This comparison highlights similarities and distinctions between the novelty estimation approaches. While KDE and KNN are established methods, their outcomes are fundamentally tied to user-selected parameters or automated rules that function as parameters. These choices inevitably influence the resulting density scores and can introduce bias. Our MI-informed method avoids this by deriving its distance-weighting function and effective neighborhood cutoff (τ*) directly from the dataset's intrinsic structure via mutual information analysis, requiring no preset parameters or distribution assumptions. Furthermore, the resulting MI weight profile is uniquely adaptive, capturing complex, non-Gaussian data features like varying densities and gaps, which standard KDE kernels or KNN averaging struggle to replicate without potentially complex, multi-scale parameterizations. This analysis demonstrates that the MI profile approach offers a distinct, data-driven perspective on novelty detection without requiring parameter selection. The utility of these characteristics for materials analysis will be demonstrated in the subsequent sections.

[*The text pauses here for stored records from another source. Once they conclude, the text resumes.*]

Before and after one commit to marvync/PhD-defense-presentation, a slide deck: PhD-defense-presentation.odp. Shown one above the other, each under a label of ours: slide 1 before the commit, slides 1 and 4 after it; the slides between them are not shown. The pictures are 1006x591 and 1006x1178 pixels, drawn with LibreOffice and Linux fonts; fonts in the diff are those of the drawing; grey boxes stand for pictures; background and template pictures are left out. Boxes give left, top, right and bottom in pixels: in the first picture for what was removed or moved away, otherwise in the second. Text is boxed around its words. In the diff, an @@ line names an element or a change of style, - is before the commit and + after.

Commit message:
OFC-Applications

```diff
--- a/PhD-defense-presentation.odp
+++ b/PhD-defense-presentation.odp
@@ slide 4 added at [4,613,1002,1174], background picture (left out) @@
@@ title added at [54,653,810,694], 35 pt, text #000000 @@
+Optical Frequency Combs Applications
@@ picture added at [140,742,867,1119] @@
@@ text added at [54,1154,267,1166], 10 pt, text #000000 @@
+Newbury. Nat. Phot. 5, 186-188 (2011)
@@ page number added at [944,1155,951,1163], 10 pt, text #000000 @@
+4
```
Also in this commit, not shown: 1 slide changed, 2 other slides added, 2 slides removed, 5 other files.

MI profiles for the ElMD and LoStOP distance matrices of the perovskite dataset are plotted in Fig. 4. In the left panel, the LoStOP MI profile demonstrates an initially steep rise followed by a plateau around the cutoff point, indicating the presence of both clustered and dispersed structural regions. The flat region near the cutoff suggests distinct gaps in the structure space. This behavior is expected because the dataset contains perovskite structures from different crystal systems that are separated in structure space. Beyond the cutoff, the profile shows two distinct behaviors: region “A” exhibits a gradual decrease in MI, indicating sparse structural arrangements where distance increases produce only minor changes in the binary relationship matrix; region “B” shows a rapid decline to zero, corresponding to the boundary where more densely populated structural clusters begin to interact. This rapid change occurring near the maximum LoStOP distance further confirms that structural groups are substantially separated from one another. The right panel displays the ElMD MI profile, showing a more gradual increase to the cutoff, suggesting that materials are more evenly distributed in the chemical space. The non-zero MI at zero distance indicates the presence of materials with identical chemical formulas but different structures. Past the cutoff, three distinct regions emerge: region “A” shows rapid MI decrease, indicating densely packed chemical compositions; region “B” exhibits a slower rate of change, representing more dispersed chemical similarities; and region “C” shows a gradual decrease following a flat region, revealing a potential gap in chemistry space. These patterns align with our expectations and provide insights into the underlying structure of the perovskite dataset.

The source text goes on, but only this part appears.